(Data excerpts begins)

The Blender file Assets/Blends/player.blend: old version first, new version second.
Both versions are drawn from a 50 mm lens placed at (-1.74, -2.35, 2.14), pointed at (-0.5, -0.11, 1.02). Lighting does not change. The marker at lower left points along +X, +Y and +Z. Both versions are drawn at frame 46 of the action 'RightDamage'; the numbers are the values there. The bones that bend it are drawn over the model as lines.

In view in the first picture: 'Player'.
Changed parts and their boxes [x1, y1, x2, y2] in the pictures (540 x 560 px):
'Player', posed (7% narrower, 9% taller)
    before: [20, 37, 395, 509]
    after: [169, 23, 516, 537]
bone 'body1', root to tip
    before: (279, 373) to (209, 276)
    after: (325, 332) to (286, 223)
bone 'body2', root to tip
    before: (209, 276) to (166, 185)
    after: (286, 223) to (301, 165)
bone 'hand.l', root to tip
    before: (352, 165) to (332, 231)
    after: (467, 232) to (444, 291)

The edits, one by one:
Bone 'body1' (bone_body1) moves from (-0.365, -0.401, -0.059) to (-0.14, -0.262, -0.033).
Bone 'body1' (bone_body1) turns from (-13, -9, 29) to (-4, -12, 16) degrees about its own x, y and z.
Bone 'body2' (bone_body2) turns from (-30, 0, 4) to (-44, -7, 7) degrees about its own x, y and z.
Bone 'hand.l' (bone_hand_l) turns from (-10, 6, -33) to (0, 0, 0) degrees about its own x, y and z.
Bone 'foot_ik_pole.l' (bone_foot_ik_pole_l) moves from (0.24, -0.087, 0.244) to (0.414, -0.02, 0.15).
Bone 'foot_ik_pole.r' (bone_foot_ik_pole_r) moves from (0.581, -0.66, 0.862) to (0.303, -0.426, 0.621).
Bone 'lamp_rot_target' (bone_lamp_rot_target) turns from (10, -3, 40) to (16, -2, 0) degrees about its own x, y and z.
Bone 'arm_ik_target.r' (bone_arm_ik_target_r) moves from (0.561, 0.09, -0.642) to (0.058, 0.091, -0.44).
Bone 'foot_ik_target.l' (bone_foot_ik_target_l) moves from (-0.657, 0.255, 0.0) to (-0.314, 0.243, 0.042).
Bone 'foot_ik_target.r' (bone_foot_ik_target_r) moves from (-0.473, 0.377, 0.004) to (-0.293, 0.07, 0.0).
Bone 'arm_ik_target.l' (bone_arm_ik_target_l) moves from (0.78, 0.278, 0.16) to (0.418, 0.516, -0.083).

(Data excerpts ends)

# [Task instructions]
Every line of the listing is to be transcribed exactly.

# [Reply]
The Blender file Assets/Blends/player.blend: old version first, new version second.
Both versions are drawn from a 50 mm lens placed at (-1.74, -2.35, 2.14), pointed at (-0.5, -0.11, 1.02). Lighting does not change. The marker at lower left points along +X, +Y and +Z. Both versions are drawn at frame 46 of the action 'RightDamage'; the numbers are the values there. The bones that bend it are drawn over the model as lines.

In view in the first picture: 'Player'.
Changed parts and their boxes [x1, y1, x2, y2] in the pictures (540 x 560 px):
'Player', posed (7% narrower, 9% taller)
    before: [20, 37, 395, 509]
    after: [169, 23, 516, 537]
bone 'body1', root to tip
    before: (279, 373) to (209, 276)
    after: (325, 332) to (286, 223)
bone 'body2', root to tip
    before: (209, 276) to (166, 185)
    after: (286, 223) to (301, 165)
bone 'hand.l', root to tip
    before: (352, 165) to (332, 231)
    after: (467, 232) to (444, 291)

The edits, one by one:
Bone 'body1' (bone_body1) moves from (-0.365, -0.401, -0.059) to (-0.14, -0.262, -0.033).
Bone 'body1' (bone_body1) turns from (-13, -9, 29) to (-4, -12, 16) degrees about its own x, y and z.
Bone 'body2' (bone_body2) turns from (-30, 0, 4) to (-44, -7, 7) degrees about its own x, y and z.
Bone 'hand.l' (bone_hand_l) turns from (-10, 6, -33) to (0, 0, 0) degrees about its own x, y and z.
Bone 'foot_ik_pole.l' (bone_foot_ik_pole_l) moves from (0.24, -0.087, 0.244) to (0.414, -0.02, 0.15).
Bone 'foot_ik_pole.r' (bone_foot_ik_pole_r) moves from (0.581, -0.66, 0.862) to (0.303, -0.426, 0.621).
Bone 'lamp_rot_target' (bone_lamp_rot_target) turns from (10, -3, 40) to (16, -2, 0) degrees about its own x, y and z.
Bone 'arm_ik_target.r' (bone_arm_ik_target_r) moves from (0.561, 0.09, -0.642) to (0.058, 0.091, -0.44).
Bone 'foot_ik_target.l' (bone_foot_ik_target_l) moves from (-0.657, 0.255, 0.0) to (-0.314, 0.243, 0.042).
Bone 'foot_ik_target.r' (bone_foot_ik_target_r) moves from (-0.473, 0.377, 0.004) to (-0.293, 0.07, 0.0).
Bone 'arm_ik_target.l' (bone_arm_ik_target_l) moves from (0.78, 0.278, 0.16) to (0.418, 0.516, -0.083).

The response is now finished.